The International Herald Tribune said Apple had announced the move on its Hong Kong Web site, citing Apple saying customers can now “buy directly from Apple” and not be tied to one specific carrier. In Hong Kong, the phone currently retails for HK$5,400 (US$695) and the 16-gigabyte version costs HK$6,200 (US$798). Only recently only Hutchison Telecommunications International customers had access to the iPhone, and tied to a two-year contract. Like most Southeast Asian countries, the phone is readily available in the gray market.
Why the sudden move to ‘free’ legal iPhones from contracts, when it had been happy enough to keep phones locked? Perhaps the phone isn’t selling quite as quickly now as Apple would like and in the Southeast Asian market, where gray market phones are available everywhere, this would be an opportunity to sell more units. The legal iPhone is an attractive proposition in Hong Kong. Not only would the legal iPhone cost much the same as a gray market phone, it would not rely on hacks that might turn the phone into an iBrick once a new firmware update comes out.

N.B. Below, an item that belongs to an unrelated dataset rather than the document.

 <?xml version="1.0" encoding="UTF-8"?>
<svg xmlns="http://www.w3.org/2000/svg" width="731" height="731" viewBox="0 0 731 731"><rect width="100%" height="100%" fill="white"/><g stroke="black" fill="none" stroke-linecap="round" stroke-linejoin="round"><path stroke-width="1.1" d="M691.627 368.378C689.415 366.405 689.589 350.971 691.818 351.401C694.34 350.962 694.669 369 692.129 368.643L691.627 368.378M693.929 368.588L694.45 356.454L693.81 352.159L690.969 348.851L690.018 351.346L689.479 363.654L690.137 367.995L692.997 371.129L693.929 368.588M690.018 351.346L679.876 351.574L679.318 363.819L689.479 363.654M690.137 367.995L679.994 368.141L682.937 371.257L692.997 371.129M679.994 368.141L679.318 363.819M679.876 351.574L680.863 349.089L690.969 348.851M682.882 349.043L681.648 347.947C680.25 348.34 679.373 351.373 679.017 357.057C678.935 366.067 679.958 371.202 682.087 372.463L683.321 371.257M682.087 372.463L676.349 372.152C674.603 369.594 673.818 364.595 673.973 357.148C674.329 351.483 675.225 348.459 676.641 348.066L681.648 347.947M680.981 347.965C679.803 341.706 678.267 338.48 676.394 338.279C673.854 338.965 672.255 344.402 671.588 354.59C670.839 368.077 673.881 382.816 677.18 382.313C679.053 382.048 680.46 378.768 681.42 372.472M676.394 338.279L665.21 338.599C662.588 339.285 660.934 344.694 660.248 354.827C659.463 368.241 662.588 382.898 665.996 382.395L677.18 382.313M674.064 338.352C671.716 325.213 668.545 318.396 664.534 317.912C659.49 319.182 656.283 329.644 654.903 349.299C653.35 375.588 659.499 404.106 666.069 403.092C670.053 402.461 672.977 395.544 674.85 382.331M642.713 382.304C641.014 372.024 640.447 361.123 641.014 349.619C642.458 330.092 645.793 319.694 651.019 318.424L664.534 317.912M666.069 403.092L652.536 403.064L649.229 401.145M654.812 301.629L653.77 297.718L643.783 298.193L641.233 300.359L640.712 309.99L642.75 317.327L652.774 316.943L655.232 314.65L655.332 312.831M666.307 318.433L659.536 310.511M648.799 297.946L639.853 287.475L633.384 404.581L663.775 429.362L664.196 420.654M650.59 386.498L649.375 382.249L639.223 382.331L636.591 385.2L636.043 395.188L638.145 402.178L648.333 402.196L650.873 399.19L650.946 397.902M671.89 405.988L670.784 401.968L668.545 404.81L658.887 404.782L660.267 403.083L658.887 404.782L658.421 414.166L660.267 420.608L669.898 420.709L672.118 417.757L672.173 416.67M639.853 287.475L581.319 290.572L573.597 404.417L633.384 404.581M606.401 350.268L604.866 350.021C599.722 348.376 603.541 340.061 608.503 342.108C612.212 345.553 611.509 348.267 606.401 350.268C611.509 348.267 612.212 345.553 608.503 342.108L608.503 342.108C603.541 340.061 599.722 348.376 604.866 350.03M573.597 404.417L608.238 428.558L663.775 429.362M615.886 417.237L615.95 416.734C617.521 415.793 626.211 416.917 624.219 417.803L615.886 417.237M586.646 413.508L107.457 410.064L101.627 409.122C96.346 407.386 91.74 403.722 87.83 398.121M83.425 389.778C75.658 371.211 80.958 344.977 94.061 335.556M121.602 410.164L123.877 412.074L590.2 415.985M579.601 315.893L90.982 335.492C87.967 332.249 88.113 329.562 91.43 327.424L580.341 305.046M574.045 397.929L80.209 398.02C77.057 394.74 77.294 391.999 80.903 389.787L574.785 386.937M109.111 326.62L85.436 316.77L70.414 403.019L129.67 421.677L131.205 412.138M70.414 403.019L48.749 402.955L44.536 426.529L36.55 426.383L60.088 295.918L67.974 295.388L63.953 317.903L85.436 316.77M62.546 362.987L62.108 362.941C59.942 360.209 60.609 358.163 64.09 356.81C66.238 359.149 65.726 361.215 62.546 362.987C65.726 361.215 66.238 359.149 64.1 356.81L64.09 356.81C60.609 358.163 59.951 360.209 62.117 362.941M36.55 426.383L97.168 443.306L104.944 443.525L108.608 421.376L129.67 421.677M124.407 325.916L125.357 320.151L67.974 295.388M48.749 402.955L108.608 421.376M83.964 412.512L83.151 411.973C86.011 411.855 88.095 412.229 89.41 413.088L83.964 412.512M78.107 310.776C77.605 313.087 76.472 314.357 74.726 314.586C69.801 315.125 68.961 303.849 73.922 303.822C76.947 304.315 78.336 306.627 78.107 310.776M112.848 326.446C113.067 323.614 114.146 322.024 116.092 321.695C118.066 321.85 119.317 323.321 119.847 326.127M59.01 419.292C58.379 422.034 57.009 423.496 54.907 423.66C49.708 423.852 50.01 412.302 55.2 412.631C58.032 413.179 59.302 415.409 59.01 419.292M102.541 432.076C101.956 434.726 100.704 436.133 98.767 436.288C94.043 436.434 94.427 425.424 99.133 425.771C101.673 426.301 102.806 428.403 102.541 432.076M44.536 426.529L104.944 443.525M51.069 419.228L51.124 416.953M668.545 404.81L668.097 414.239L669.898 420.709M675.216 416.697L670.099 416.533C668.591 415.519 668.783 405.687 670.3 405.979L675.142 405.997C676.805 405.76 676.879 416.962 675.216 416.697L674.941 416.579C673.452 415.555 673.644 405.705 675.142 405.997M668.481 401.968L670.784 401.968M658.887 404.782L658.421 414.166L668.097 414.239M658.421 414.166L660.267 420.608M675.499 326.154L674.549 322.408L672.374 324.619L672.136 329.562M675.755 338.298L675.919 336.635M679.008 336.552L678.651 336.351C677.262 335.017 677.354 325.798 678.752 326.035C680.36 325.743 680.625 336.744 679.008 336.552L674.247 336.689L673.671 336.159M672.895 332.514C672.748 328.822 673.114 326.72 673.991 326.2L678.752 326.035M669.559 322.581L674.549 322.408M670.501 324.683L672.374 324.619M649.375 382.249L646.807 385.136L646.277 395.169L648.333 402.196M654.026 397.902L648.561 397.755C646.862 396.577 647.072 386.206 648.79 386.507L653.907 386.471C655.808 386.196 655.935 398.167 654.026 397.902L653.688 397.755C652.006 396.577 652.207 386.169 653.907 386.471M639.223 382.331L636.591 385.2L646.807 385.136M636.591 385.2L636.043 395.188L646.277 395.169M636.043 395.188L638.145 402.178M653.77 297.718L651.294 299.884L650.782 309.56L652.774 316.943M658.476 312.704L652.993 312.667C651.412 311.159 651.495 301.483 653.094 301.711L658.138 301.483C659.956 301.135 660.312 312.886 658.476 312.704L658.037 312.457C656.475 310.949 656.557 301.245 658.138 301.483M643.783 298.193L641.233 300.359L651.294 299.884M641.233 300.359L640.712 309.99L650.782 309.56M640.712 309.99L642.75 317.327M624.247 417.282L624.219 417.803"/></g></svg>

What phone makers need to realise is that the mobile markets in each country differs. Sure, selling unlocked iPhones in one country opens the risk of those phones being sold in bulk overseas, instead of to the local market it was intended for. But there is a market for unlocked phones and plenty of customers who will refuse to either be tied to pricey data contracts, or to switch carriers just for the iPhone. Locking a phone to a carrier might work in countries like the UK and the U.S., but it’s not a model that is popular in others. It’s been proven that Asian customers are willing to pay full price for a phone, just for the privilege of carrying it. Apple should probably look into ‘freeing’ up the iPhone in more Asian countries, lest customers decide to go for the just as pricey but far more available competing models such as Samsung’s Omnia or HTC’s smartphones.